Cause, correlation, and chemistry
Tuesday, November 20, 2012 at 8:00AM
Steve in Organization, analytics, curiosity, data, discovery

I am willing to be you have probably read, heard, or even repeated the following admonition in the last few weeks:

Correlation is not causation.

Here's why I think this assertion need to be retired, or at least pushed off to the side and filed away for a while with your Vanilla Ice CDs, He-Man and the Masters of the Universe figures, and Gloria Vanderbilt jeans.You have the power.

First, on the inability of correlation, i.e. lining up two sets of data that seem to track in the same direction and making a claim that one event or activity 'causes' the other, well sure, I think everyone understands that trap.

After seeing everyone at the State Fair rocking their bad tattoos, and therefore thinking that getting a bad tattoo will make one attend the State Fair is not a conclusion most rational observers would reach.

But the problem with the 'Correlation is not Causation' admonition is that it has the effect or shutting down the debate and stifling the potential discovery of useful information. A strong correlation between two related and relevant data series may not imply or prove causation, but it probably implies something. And that something might just be really important for us to understand - say the correlation between the course of study our last dozen newly promoted employees took, or the relationship between managers that successfully completed the latest leadership development program and the 12-18 month success of their team members.

In HR and Talent Management I am not sure the goal should be to try and 'prove' any one thing can actually cause another thing to happen anyway. We are dealing with people, not robots, (not yet anyway), and attempting to make sense out of interpersonal relationships, motivations, rewards, and capabilities. It is, in many ways, much harder than sitting in a chemistry lab tracking how agents react to one another. 

If I remember my high school chem lab accurately, loading up a beaker with a few solids and enough unstable acids and stopping up the top caused it to explode every time.  People, while often predicable, are not always that consistent.

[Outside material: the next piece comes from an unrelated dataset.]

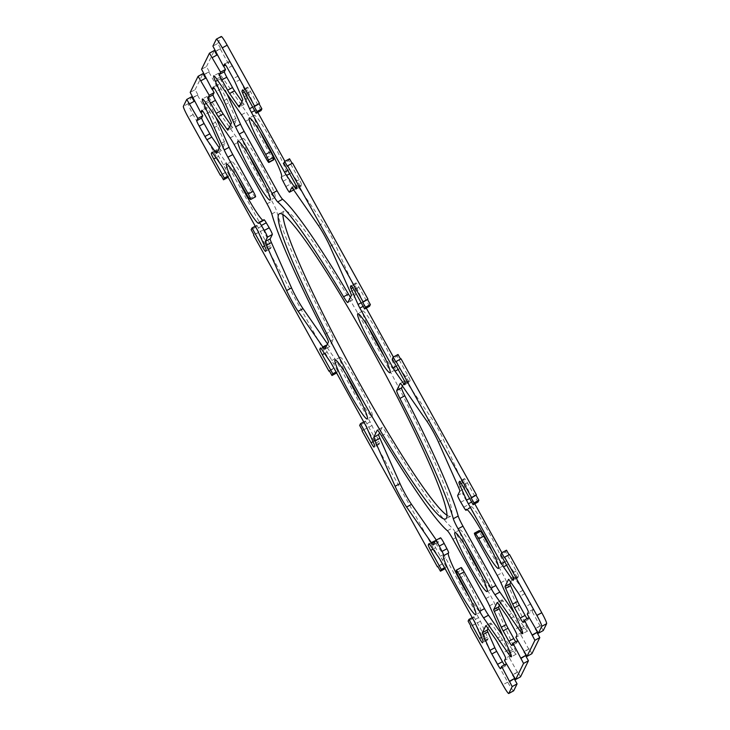 <?xml version="1.0" encoding="UTF-8"?>
<svg xmlns="http://www.w3.org/2000/svg" width="730" height="730" viewBox="0 0 730 730"><rect width="100%" height="100%" fill="white"/><g stroke="black" fill="none" stroke-linecap="round" stroke-linejoin="round"><path stroke-width="0.55" stroke-dasharray="3.65 2.74" d="M436.33 540.081L436.357 540.127A11.215 1.058 -118.6 0 0 438.301 542.235A11.215 1.058 -118.6 0 0 438.347 542.171L440.482 537.827M469.737 597.779A33.635 3.166 -118.6 0 0 480.696 612.023A33.635 3.166 -118.6 0 0 464.344 575.587A5.603 0.529 61.4 0 1 461.606 569.865L461.15 567.876A5.603 0.529 61.4 0 1 461.15 567.538M255.573 196.808A5.603 0.529 61.4 0 1 255.436 196.762L254.378 195.996A5.603 0.529 61.4 0 1 251.23 191.114A33.635 3.166 -118.6 0 0 231.483 161.576A33.635 3.166 -118.6 0 0 237.551 178.494M262.864 220.332A33.635 3.166 -118.6 0 0 263.731 220.615A33.635 3.166 -118.6 0 0 263.968 219.83A5.603 0.529 61.4 0 1 264.014 219.703M327.533 343.921L327.88 344.423A11.215 1.058 -118.6 0 0 329.814 346.522A11.215 1.058 -118.6 0 0 329.869 346.467L333.309 339.459A11.215 1.058 -118.6 0 0 330.079 331.557A190.612 17.94 61.4 0 1 276.697 211.28A11.215 1.058 -118.6 0 0 271.934 201.161L239.048 141.83A11.215 1.058 -118.6 0 0 235.042 135.251L210.194 99.472A16.817 1.579 -118.6 0 0 207.284 96.314A16.817 1.579 -118.6 0 0 208.99 101.926L215.806 117.275M350.437 297.247A11.215 1.058 -118.6 0 0 352.727 299.857A11.215 1.058 -118.6 0 0 352.773 299.802L356.213 292.785A11.215 1.058 -118.6 0 0 355.026 289.107L334.897 243.729A16.817 1.579 -118.6 0 0 323.39 222.978L298.543 187.199A11.215 1.058 -118.6 0 0 296.599 185.091A11.215 1.058 -118.6 0 0 296.553 185.146L294.418 189.499A5.603 0.529 61.4 0 1 294.391 189.526A5.603 0.529 61.4 0 1 290.732 183.896L287.967 178.604A5.603 0.529 61.4 0 1 286.251 174.388A5.603 0.529 61.4 0 1 286.279 174.379A33.635 3.166 -118.6 0 0 286.452 174.342A33.635 3.166 -118.6 0 0 273.102 143.299A33.635 3.166 -118.6 0 0 254.204 115.294A33.635 3.166 -118.6 0 0 260.263 132.221M273.75 159.788A5.603 0.529 61.4 0 1 270.775 155.444L250.399 118.698A11.215 1.058 -118.6 0 0 246.402 112.11L221.555 76.34A16.817 1.579 -118.6 0 0 218.644 73.183A16.817 1.579 -118.6 0 0 220.35 78.794L227.167 94.143M492.449 551.506A33.635 3.166 -118.6 0 0 503.408 565.75A33.635 3.166 -118.6 0 0 490.067 534.716A33.635 3.166 -118.6 0 0 471.16 506.711A33.635 3.166 -118.6 0 0 470.932 507.487A5.603 0.529 61.4 0 1 470.886 507.624A5.603 0.529 61.4 0 1 468.633 504.53L465.704 499.557A5.603 0.529 61.4 0 1 462.565 492.841L464.7 488.498A11.215 1.058 -118.6 0 0 463.513 484.811L443.375 439.442A16.817 1.579 -118.6 0 0 431.868 418.682L407.021 382.903A11.215 1.058 -118.6 0 0 405.086 380.804A11.215 1.058 -118.6 0 0 405.031 380.859L402.467 386.079M477.995 502.021L467.419 482.941A5.603 0.529 -118.6 0 0 464.453 478.597A5.603 0.529 -118.6 0 0 464.426 478.624L463.824 479.847A5.603 0.529 -118.6 0 0 464.417 481.69L471.434 497.495A5.603 0.529 -118.6 0 0 473.268 501.127L474.746 503.8M501.875 552.729L506.419 560.923A5.603 0.529 -118.6 0 0 508.418 564.217L517.068 576.682A5.603 0.529 -118.6 0 0 518.044 577.731A5.603 0.529 -118.6 0 0 518.072 577.704L518.665 576.481A5.603 0.529 -118.6 0 0 516.238 571.006L505.662 551.926L500.762 554.608M505.662 551.926L506.511 550.192M509.047 554.764L504.33 557.766M509.23 555.083L509.513 554.508M543.257 630.556L540.547 625.665L535.647 628.338M540.547 625.665L535.829 628.667M540.264 626.24L532.124 611.567L527.233 614.24M532.124 611.567L533.238 609.304A5.603 0.529 -118.6 0 0 530.81 603.838L525.08 593.508A5.603 0.529 -118.6 0 0 523.082 590.223L514.422 577.758A5.603 0.529 -118.6 0 0 513.455 576.7A5.603 0.529 -118.6 0 0 513.427 576.727L510.754 582.193M527.087 618.639A5.603 0.529 -118.6 0 0 528.1 619.743A5.603 0.529 -118.6 0 0 528.128 619.715L529.067 617.553M529.232 617.461L535.528 628.831M531.905 653.697L529.195 648.797L524.295 651.479M529.195 648.797L524.478 651.799M528.903 649.381L520.773 634.698L515.873 637.372M520.773 634.698L521.877 632.445A5.603 0.529 -118.6 0 0 519.45 626.97L513.728 616.649A5.603 0.529 -118.6 0 0 511.721 613.355L503.07 600.89A5.603 0.529 -118.6 0 0 502.103 599.841A5.603 0.529 -118.6 0 0 502.076 599.868L499.393 605.325M515.727 641.77A5.603 0.529 -118.6 0 0 516.74 642.884A5.603 0.529 -118.6 0 0 516.767 642.856L517.707 640.694M517.871 640.602L524.177 651.963M520.545 676.829L517.835 671.938L512.934 674.611M517.835 671.938L513.117 674.94M517.552 672.512L509.412 657.839L504.512 660.513M509.412 657.839L510.526 655.586A5.603 0.529 -118.6 0 0 508.098 650.111L502.368 639.781A5.603 0.529 -118.6 0 0 500.369 636.496L491.71 624.031A5.603 0.529 -118.6 0 0 490.742 622.973A5.603 0.529 -118.6 0 0 490.715 623L488.042 628.466M504.375 664.911A5.603 0.529 -118.6 0 0 505.388 666.025A5.603 0.529 -118.6 0 0 505.416 665.997L506.355 663.826M506.52 663.734L512.816 675.104M513.582 690.836A11.215 1.058 61.4 0 1 507.715 682.139L475.44 623.922L470.54 626.595M475.44 623.922L470.823 626.011M475.723 623.338L473.013 618.447L468.113 621.12M473.013 618.447L473.861 616.713L472.21 617.616M473.861 616.713L484.437 635.793A5.603 0.529 -118.6 0 0 487.412 640.137A5.603 0.529 -118.6 0 0 487.439 640.11L488.032 638.887A5.603 0.529 -118.6 0 0 487.439 637.044L480.422 621.239A5.603 0.529 -118.6 0 0 478.588 617.607L445.446 557.811A5.603 0.529 -118.6 0 0 443.448 554.526L434.788 542.061A5.603 0.529 -118.6 0 0 433.821 541.003A5.603 0.529 -118.6 0 0 433.793 541.03L433.191 542.253A5.603 0.529 -118.6 0 0 435.618 547.728L446.203 566.808L444.552 567.712M446.203 566.808L445.09 568.679M445.346 568.542L442.635 563.651L437.735 566.325M442.635 563.651L437.918 566.653M442.353 564.226L366.962 428.209L362.062 430.892M366.962 428.209L362.345 430.308M367.245 427.634L364.526 422.743L359.635 425.417M364.526 422.743L365.383 421.009L363.732 421.904M365.383 421.009L375.959 440.09A5.603 0.529 -118.6 0 0 378.925 444.433A5.603 0.529 -118.6 0 0 378.952 444.406L379.554 443.183A5.603 0.529 -118.6 0 0 378.961 441.34L371.944 425.535A5.603 0.529 -118.6 0 0 370.11 421.904L336.968 362.107A5.603 0.529 -118.6 0 0 334.96 358.813L326.31 346.349A5.603 0.529 -118.6 0 0 325.334 345.299A5.603 0.529 -118.6 0 0 325.315 345.327L324.713 346.549A5.603 0.529 -118.6 0 0 327.14 352.024L337.716 371.105L336.065 371.999M337.716 371.105L336.612 372.975M336.868 372.838L334.157 367.947L329.257 370.621M329.44 370.94L333.875 368.522L258.475 232.505L253.575 235.179M334.157 367.947L333.875 368.522M447.079 515.289A173.795 16.352 -118.6 0 0 450.757 516.192A173.795 16.352 -118.6 0 0 381.799 355.82A173.795 16.352 -118.6 0 0 284.143 211.134A173.795 16.352 -118.6 0 0 282.921 214.711M361.259 402.075A33.635 3.166 -118.6 0 0 372.218 416.319A33.635 3.166 -118.6 0 0 358.868 385.285A33.635 3.166 -118.6 0 0 339.97 357.28A33.635 3.166 -118.6 0 0 346.029 374.198M264.132 183.23A33.635 3.166 -118.6 0 0 275.091 197.474A33.635 3.166 -118.6 0 0 261.741 166.44A33.635 3.166 -118.6 0 0 242.844 138.435A33.635 3.166 -118.6 0 0 248.912 155.362M481.088 574.638A33.635 3.166 -118.6 0 0 492.056 588.891A33.635 3.166 -118.6 0 0 478.707 557.848A33.635 3.166 -118.6 0 0 459.809 529.843A33.635 3.166 -118.6 0 0 465.868 546.77M383.971 355.802A33.635 3.166 -118.6 0 0 394.93 370.046A33.635 3.166 -118.6 0 0 381.58 339.012A33.635 3.166 -118.6 0 0 362.682 311.007A33.635 3.166 -118.6 0 0 368.741 327.925M502.833 635.857L513.345 650.987A16.817 1.579 -118.6 0 0 516.256 654.144A16.817 1.579 -118.6 0 0 514.55 648.532L494.411 603.163A11.215 1.058 -118.6 0 0 490.742 595.908L457.856 536.577A11.215 1.058 -118.6 0 0 452.299 528.064A190.612 17.94 61.4 0 1 386.435 433.219A11.215 1.058 -118.6 0 0 382.173 427.47A11.215 1.058 -118.6 0 0 382.128 427.524L379.563 432.753M514.194 612.726L524.697 627.855A16.817 1.579 -118.6 0 0 527.608 631.003A16.817 1.579 -118.6 0 0 525.901 625.4L505.771 580.031A11.215 1.058 -118.6 0 0 502.103 572.767L481.727 536.012A5.603 0.529 61.4 0 1 479.327 530.518M258.475 232.505L253.857 234.604M258.758 231.93L256.048 227.039L251.147 229.713M256.048 227.039L256.896 225.296L255.254 226.2M256.896 225.296L267.472 244.386A5.603 0.529 -118.6 0 0 270.447 248.72A5.603 0.529 -118.6 0 0 270.474 248.693L271.067 247.479A5.603 0.529 -118.6 0 0 270.474 245.636L263.466 229.822A5.603 0.529 -118.6 0 0 261.632 226.2L228.481 166.404A5.603 0.529 -118.6 0 0 226.482 163.109L217.823 150.645A5.603 0.529 -118.6 0 0 216.856 149.595A5.603 0.529 -118.6 0 0 216.828 149.623L216.235 150.845A5.603 0.529 -118.6 0 0 218.662 156.311L229.238 175.392L227.587 176.295M229.238 175.392L228.125 177.271M228.38 177.135L225.67 172.234L220.77 174.917M225.67 172.234L220.953 175.236M225.387 172.818L193.112 114.592A11.215 1.058 61.4 0 1 188.258 103.651L191.634 96.771M194.171 101.333L189.453 104.335M194.353 101.662L194.472 101.169M194.636 101.087L200.932 112.447M219.246 147.807L220.469 149.568A5.603 0.529 -118.6 0 0 221.446 150.617A5.603 0.529 -118.6 0 0 221.464 150.59L224.94 143.527A5.603 0.529 -118.6 0 0 224.347 141.684L217.33 125.879A5.603 0.529 -118.6 0 0 215.496 122.248L209.766 111.918A5.603 0.529 -118.6 0 0 206.8 107.575A5.603 0.529 -118.6 0 0 206.772 107.602L205.668 109.865L202.913 111.362M205.668 109.865L197.529 95.183L192.629 97.856M197.529 95.183L192.912 97.282M197.812 94.608L195.102 89.708L190.201 92.391M195.102 89.708L202.995 73.63M205.522 78.201L200.805 81.203M205.705 78.521L205.823 78.037M205.988 77.946L212.293 89.306M230.607 124.675L231.83 126.436A5.603 0.529 -118.6 0 0 232.797 127.485A5.603 0.529 -118.6 0 0 232.824 127.458L236.292 120.386A5.603 0.529 -118.6 0 0 235.699 118.543L228.682 102.738A5.603 0.529 -118.6 0 0 226.847 99.107L221.126 88.786A5.603 0.529 -118.6 0 0 218.151 84.443A5.603 0.529 -118.6 0 0 218.133 84.47L217.02 86.724L214.273 88.23M217.02 86.724L208.889 72.042L203.989 74.725M208.889 72.042L204.272 74.141M209.172 71.467L206.462 66.576L201.562 69.25M206.462 66.576L214.355 50.498M216.883 55.06L212.165 58.062M217.065 55.389L217.184 54.896M217.348 54.805L223.645 66.174M241.959 101.534L243.19 103.295A5.603 0.529 -118.6 0 0 244.158 104.344A5.603 0.529 -118.6 0 0 244.185 104.317L247.652 97.254A5.603 0.529 -118.6 0 0 247.059 95.411L240.042 79.606A5.603 0.529 -118.6 0 0 238.208 75.975L232.487 65.645A5.603 0.529 -118.6 0 0 229.512 61.302A5.603 0.529 -118.6 0 0 229.485 61.329L228.38 63.583L225.625 65.089M228.38 63.583L220.241 48.91L215.341 51.584M220.241 48.91L215.633 51.009M220.524 48.335L217.814 43.435L212.914 46.118M217.814 43.435L221.19 36.555L216.299 39.228M261.039 110.613L250.463 91.533A5.603 0.529 -118.6 0 0 247.488 87.189A5.603 0.529 -118.6 0 0 247.461 87.217L246.868 88.439A5.603 0.529 -118.6 0 0 247.461 90.283L254.469 106.087A5.603 0.529 -118.6 0 0 256.303 109.719L257.79 112.383M284.91 161.321L289.454 169.515A5.603 0.529 -118.6 0 0 291.452 172.8L300.112 185.265A5.603 0.529 -118.6 0 0 301.079 186.314A5.603 0.529 -118.6 0 0 301.107 186.287L301.7 185.073A5.603 0.529 -118.6 0 0 299.273 179.598L288.697 160.518L283.797 163.191M288.697 160.518L289.554 158.784M292.082 163.347L287.365 166.349M292.265 163.675L292.548 163.1M369.517 306.317L358.941 287.237A5.603 0.529 -118.6 0 0 355.966 282.893A5.603 0.529 -118.6 0 0 355.948 282.921L355.346 284.143A5.603 0.529 -118.6 0 0 355.939 285.987L362.956 301.791A5.603 0.529 -118.6 0 0 364.79 305.423L366.268 308.096M393.388 357.025L397.932 365.219A5.603 0.529 -118.6 0 0 399.94 368.504L408.59 380.969A5.603 0.529 -118.6 0 0 409.557 382.027A5.603 0.529 -118.6 0 0 409.585 382L410.187 380.777A5.603 0.529 -118.6 0 0 407.76 375.302L397.184 356.222L392.284 358.895M397.184 356.222L398.032 354.488M400.56 359.06L395.842 362.053M400.743 359.379L401.026 358.804M435.554 540.565L436.357 540.127M433.447 544.854L438.347 542.171M459.444 578.269L464.344 575.587M456.715 572.539L461.606 569.865M456.25 570.55L461.15 567.876M250.536 199.436L255.436 196.762M249.477 198.669L254.378 195.996M246.329 193.788L251.23 191.114M259.068 222.513L263.968 219.83M327.067 344.861L327.88 344.423M285.832 186.57L290.732 183.896M293.67 189.91L294.418 189.499M283.067 181.277L287.967 178.604M286.251 174.388L281.68 176.888L286.279 174.379M265.875 158.127L270.775 155.444M245.499 121.372L250.399 118.698M241.502 114.792L246.402 112.11M216.655 79.013L221.555 76.34M217.558 80.309L220.35 78.794M457.664 495.515L462.565 492.841M460.803 502.231L465.704 499.557M459.8 491.171L464.7 488.498M458.613 487.485L463.513 484.811M438.474 442.115L443.375 439.442M426.968 421.356L431.868 418.682M402.12 385.577L407.021 382.903M400.259 383.46L405.031 380.859M467.419 482.941L462.528 485.614M464.426 478.624L459.59 481.271M463.824 479.847L460.174 481.846M464.417 481.69L461.241 483.424M471.434 497.495L469.645 498.471M473.268 501.127L471.617 502.03M506.419 560.923L504.768 561.826M508.418 564.217L506.629 565.193M517.068 576.682L513.664 578.543M518.072 577.704L513.172 580.377M518.665 576.481L513.765 579.155M516.238 571.006L511.338 573.689M533.238 609.304L528.337 611.986M530.81 603.838L525.91 606.511M525.08 593.508L520.18 596.182M523.082 590.223L518.181 592.897M514.422 577.758L509.531 580.432M513.427 576.727L508.591 579.374M523.2 622.425L528.1 619.743L523.227 622.398M521.877 632.445L516.977 635.118M519.45 626.97L514.55 629.652M513.728 616.649L508.828 619.323M511.721 613.355L506.83 616.029M503.07 600.89L498.17 603.564M502.076 599.868L497.239 602.505L502.103 599.841M516.767 642.856L511.867 645.53L516.74 642.884M510.526 655.586L505.625 658.259M508.098 650.111L503.198 652.784M502.368 639.781L497.468 642.455M500.369 636.496L495.469 639.17M491.71 624.031L486.81 626.705M490.715 623L485.879 625.646L490.742 622.973M505.416 665.997L500.515 668.671L505.388 666.025M507.715 682.139L502.815 684.813M484.437 635.793L481.508 637.39M487.439 640.11L482.539 642.783M488.032 638.887L483.132 641.561M487.439 637.044L482.539 639.717M480.422 621.239L475.531 623.913M478.588 617.607L473.697 620.281M445.446 557.811L440.546 560.485M443.448 554.526L438.548 557.2M434.788 542.061L429.888 544.735M428.921 543.686L433.821 541.003L428.957 543.677M433.191 542.253L429.541 544.252M435.618 547.728L432.972 549.17M375.959 440.09L373.03 441.687M378.952 444.406L374.052 447.079M379.554 443.183L374.654 445.857M378.961 441.34L374.061 444.013M371.944 425.535L367.044 428.209M370.11 421.904L365.21 424.577M336.968 362.107L332.068 364.781M334.96 358.813L330.06 361.496M326.31 346.349L321.41 349.031M325.315 345.327L320.479 347.973M324.713 346.549L321.063 348.548M327.14 352.024L324.494 353.466M377.346 430.134L382.128 427.524M381.534 435.892L386.435 433.219M447.399 530.737L452.299 528.064M452.956 539.251L457.856 536.577M485.842 598.582L490.742 595.908M489.511 605.836L494.411 603.163M509.649 651.206L514.55 648.532M513.345 650.987L510.279 652.666M324.969 349.141L329.869 346.467M206.207 103.45L208.99 101.926M205.303 102.145L210.194 99.472M230.142 137.924L235.042 135.251M234.148 144.504L239.048 141.83M267.034 203.834L271.934 201.161M271.806 213.954L276.697 211.28M325.188 334.23L330.079 331.557M333.309 339.459L328.409 342.133M291.772 187.756L296.553 185.146M293.642 189.873L298.543 187.199M318.49 225.652L323.39 222.978M329.996 246.412L334.897 243.729M350.126 291.781L355.026 289.107M351.322 295.468L356.213 292.785M347.872 302.476L352.773 299.802M463.732 507.204L468.633 504.53M467.054 509.613L470.932 507.487M476.827 538.694L481.727 536.012M497.203 575.441L502.103 572.767M500.871 582.704L505.771 580.031M521.01 628.074L525.901 625.4M524.697 627.855L521.631 629.525M267.472 244.386L264.543 245.983M265.547 251.403L270.447 248.72L265.574 251.376M271.067 247.479L266.176 250.153M270.474 245.636L265.583 248.309M263.466 229.822L258.566 232.505M261.632 226.2L256.732 228.873M228.481 166.404L223.581 169.077M226.482 163.109L221.582 165.783M217.823 150.645L212.932 153.318M216.828 149.623L211.992 152.26L216.856 149.595M216.235 150.845L212.576 152.835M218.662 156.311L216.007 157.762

The last warning I will raise is that team 'Correlation is not Causation' like to use this conclusion as a fake scientific argument against any proposals or ideas that they disagree with, or did not come up with themselves.

Here's a simple example:

'Hey, I noticed last week when his car was in the shop, Jake got a tremendous amount of work accomplished working from home - maybe we should explore letting some of the other developers do some teleworking?'

Can we know for certain that working from home was the reason for the spike in Jake's productivity?

Of course not. 

Might there have been a dozen other factors that might have been more responsible for the increase in output?

Sure.

Does your organization have the time or capacity to set up highly controlled experiments to try and figure it out - assuming that is even possible?

No way.

In science, proving causation might be the goal, the desired end state, but in Talent, we are much better served finding the correlations, using our understanding of work, people, and the world, and seizing on the ones that make sense for our business and our teams.

What do you think? Do you ever drop the 'Correlation' bomb around the office?